The Greater Vancouver Food Bank
- Founded: 1983; 43 years ago
- Registration no.: 107449787
- Headquarters: 8345 Winston St. Burnaby B.C. Canada
- Location: Vancouver, British Columbia;
- Website: foodbank.bc.ca

= Greater Vancouver Food Bank =

Non-profit organization in British Columbia, Canada

The Greater Vancouver Food Bank is a Canadian registered charity located in Vancouver, British Columbia.

== History ==
The Greater Vancouver Food Bank (GVFB) was established in 1983 when organizations, church groups and concerned citizens joined together in response to the hunger crisis during the economic recession in 1981. The original purpose of the GVFB was to be a temporary social service provider. However, because the number of those at risk of hunger has continued to increase, the GVFB has become one of the most important non-government funded food assistance providers in Canada. In 1982, the GVFB assisted 200 people.

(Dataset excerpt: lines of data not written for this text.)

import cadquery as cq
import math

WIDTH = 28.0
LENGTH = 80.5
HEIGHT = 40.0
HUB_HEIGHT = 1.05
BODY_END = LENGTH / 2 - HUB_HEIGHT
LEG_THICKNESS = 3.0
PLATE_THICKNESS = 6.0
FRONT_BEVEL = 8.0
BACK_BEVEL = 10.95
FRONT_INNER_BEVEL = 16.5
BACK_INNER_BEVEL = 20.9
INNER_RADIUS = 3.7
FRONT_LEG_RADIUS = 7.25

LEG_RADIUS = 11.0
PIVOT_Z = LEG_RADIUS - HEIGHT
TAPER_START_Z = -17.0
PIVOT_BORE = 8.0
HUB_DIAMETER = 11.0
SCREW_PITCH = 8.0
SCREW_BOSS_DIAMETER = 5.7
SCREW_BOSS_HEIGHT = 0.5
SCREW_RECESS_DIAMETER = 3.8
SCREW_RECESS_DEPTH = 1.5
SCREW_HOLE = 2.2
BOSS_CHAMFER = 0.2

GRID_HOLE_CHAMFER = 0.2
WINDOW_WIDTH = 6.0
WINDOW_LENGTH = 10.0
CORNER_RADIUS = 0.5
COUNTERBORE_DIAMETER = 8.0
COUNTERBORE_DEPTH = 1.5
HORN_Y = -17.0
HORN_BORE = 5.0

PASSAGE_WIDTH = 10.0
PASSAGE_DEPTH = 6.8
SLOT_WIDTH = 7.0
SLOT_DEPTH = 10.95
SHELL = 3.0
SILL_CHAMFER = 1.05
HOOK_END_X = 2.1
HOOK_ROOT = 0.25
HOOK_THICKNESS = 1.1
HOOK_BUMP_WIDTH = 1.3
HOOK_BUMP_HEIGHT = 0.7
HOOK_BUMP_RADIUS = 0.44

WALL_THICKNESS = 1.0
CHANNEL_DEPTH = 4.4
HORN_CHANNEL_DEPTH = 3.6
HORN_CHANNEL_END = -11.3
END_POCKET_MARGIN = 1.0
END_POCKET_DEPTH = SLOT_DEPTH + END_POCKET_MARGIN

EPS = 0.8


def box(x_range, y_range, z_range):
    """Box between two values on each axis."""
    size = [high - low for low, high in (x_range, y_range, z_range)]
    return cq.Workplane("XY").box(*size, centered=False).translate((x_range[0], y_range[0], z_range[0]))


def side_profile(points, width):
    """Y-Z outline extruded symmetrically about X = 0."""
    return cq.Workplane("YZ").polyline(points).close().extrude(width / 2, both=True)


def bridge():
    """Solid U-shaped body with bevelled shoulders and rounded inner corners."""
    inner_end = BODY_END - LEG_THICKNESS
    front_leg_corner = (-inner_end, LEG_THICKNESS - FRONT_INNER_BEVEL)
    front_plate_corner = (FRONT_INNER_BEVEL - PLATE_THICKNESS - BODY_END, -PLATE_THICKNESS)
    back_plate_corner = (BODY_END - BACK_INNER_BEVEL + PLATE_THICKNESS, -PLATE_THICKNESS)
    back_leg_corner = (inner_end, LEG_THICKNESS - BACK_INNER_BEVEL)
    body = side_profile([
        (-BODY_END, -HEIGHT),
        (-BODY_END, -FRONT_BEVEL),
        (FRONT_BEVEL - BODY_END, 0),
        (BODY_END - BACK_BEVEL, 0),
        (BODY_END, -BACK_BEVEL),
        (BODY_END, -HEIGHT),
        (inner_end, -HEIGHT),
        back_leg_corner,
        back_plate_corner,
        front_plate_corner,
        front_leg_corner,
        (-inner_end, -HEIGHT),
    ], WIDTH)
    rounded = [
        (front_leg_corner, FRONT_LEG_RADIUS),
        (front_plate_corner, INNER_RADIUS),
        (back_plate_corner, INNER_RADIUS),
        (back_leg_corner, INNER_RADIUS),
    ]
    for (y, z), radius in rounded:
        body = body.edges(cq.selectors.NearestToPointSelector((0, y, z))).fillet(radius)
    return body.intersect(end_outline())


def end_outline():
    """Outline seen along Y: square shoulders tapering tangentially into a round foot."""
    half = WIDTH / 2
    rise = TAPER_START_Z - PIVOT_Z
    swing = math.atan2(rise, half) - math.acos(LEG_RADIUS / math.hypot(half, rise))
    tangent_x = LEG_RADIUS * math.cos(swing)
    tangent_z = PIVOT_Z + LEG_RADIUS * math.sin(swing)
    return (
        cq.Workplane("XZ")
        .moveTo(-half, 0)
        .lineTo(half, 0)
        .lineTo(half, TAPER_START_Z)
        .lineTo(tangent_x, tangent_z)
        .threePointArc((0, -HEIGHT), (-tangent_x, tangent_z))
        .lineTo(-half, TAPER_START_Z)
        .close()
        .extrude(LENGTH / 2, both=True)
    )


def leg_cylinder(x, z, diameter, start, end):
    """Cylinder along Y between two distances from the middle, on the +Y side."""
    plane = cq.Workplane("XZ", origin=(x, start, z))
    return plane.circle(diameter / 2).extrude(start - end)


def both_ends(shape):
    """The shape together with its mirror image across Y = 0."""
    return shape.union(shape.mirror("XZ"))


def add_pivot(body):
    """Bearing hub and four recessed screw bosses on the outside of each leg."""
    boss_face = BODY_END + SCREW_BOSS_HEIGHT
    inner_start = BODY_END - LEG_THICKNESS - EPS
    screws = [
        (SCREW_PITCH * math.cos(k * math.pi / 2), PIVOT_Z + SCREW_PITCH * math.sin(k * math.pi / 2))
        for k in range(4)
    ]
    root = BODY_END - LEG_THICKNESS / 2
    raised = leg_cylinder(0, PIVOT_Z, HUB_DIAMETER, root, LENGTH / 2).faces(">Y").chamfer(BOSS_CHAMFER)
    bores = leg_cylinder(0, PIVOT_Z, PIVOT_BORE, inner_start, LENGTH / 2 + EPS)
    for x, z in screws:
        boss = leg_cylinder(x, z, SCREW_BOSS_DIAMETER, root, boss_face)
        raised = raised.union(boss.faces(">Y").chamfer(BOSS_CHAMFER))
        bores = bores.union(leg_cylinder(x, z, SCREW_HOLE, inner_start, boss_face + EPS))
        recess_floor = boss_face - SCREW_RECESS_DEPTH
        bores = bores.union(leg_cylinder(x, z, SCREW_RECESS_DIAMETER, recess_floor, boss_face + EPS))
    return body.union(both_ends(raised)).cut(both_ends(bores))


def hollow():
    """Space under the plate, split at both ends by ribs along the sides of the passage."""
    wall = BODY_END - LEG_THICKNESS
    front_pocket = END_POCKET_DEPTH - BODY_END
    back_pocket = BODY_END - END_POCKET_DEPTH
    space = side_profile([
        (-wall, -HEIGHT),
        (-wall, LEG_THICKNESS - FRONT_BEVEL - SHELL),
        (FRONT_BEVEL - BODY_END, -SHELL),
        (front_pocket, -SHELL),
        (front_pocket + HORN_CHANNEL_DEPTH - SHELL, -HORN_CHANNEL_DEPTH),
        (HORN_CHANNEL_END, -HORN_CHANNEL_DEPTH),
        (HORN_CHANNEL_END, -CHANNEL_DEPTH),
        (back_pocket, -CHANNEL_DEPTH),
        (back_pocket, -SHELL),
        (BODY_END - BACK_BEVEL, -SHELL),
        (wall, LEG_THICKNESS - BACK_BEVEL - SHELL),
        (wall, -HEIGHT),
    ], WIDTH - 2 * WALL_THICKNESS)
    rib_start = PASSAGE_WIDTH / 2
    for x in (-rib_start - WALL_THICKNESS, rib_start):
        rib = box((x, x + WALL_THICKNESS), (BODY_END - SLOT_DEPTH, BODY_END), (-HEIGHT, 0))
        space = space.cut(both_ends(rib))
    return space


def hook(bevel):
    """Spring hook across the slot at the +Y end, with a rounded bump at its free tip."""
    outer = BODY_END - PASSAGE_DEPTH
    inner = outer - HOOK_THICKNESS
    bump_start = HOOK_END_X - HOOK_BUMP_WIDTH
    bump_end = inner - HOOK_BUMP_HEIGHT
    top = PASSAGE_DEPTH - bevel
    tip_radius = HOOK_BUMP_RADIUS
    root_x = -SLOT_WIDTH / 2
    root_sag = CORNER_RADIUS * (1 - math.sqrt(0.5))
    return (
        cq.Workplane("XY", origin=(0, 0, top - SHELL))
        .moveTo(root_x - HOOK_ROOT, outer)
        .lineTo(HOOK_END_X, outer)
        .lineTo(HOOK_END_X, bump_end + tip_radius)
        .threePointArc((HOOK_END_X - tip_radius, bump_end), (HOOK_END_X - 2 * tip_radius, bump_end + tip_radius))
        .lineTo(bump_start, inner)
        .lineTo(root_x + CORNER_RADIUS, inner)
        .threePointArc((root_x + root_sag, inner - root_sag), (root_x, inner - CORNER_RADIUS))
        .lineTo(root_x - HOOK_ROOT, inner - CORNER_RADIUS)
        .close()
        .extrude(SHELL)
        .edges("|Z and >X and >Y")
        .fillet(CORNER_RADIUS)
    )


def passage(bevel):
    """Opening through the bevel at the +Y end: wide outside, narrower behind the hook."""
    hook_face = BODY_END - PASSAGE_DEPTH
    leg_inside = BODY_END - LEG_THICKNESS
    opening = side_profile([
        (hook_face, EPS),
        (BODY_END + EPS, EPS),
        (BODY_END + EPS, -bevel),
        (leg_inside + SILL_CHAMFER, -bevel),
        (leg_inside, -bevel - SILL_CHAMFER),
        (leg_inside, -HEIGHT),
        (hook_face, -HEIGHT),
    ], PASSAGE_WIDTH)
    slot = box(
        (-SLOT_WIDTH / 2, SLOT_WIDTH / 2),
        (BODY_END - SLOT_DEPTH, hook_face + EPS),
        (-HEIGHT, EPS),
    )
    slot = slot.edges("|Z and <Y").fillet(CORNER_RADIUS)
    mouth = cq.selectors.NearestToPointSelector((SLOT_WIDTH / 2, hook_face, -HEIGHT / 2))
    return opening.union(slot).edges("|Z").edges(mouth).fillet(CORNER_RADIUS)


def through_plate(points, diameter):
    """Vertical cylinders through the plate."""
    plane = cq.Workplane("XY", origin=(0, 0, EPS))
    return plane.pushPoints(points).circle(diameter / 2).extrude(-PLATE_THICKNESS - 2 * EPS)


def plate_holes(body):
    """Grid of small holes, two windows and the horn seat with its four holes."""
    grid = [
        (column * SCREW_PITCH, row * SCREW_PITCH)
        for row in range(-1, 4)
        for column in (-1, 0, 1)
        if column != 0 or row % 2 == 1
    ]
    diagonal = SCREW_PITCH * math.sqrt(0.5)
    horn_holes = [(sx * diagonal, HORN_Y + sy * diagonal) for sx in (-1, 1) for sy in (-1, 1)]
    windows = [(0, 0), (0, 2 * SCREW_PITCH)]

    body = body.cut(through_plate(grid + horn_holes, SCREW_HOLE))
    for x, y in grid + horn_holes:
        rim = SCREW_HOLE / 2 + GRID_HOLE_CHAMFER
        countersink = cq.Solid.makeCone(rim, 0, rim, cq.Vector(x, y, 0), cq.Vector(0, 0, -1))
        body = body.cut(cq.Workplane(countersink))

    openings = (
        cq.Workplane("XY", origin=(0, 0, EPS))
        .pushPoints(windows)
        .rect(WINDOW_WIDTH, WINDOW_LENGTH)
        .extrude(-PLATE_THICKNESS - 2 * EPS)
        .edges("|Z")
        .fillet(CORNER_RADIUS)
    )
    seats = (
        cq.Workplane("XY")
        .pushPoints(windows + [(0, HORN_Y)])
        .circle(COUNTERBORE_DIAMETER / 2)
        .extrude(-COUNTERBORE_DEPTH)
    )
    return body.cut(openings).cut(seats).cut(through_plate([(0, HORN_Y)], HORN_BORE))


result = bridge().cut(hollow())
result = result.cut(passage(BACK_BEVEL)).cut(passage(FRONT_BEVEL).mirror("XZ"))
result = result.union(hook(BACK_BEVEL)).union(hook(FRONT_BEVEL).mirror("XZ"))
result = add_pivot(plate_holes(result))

Now, the GVFB is assisting over 16,000 individuals each month across Vancouver, Burnaby, New Westminster, and the North Shore.

== Internal Programs ==

=== Community Agency Partners ===
In addition to supporting individuals and families experiencing food insecurity through direct distribution, they also provide food support to over 100 Community Agency Partners (CAPs). CAPs include housing agencies, women and children’s shelters and after-school programs who in turn provide groceries, hot meals and snacks to thousands of people, including those who are unhoused.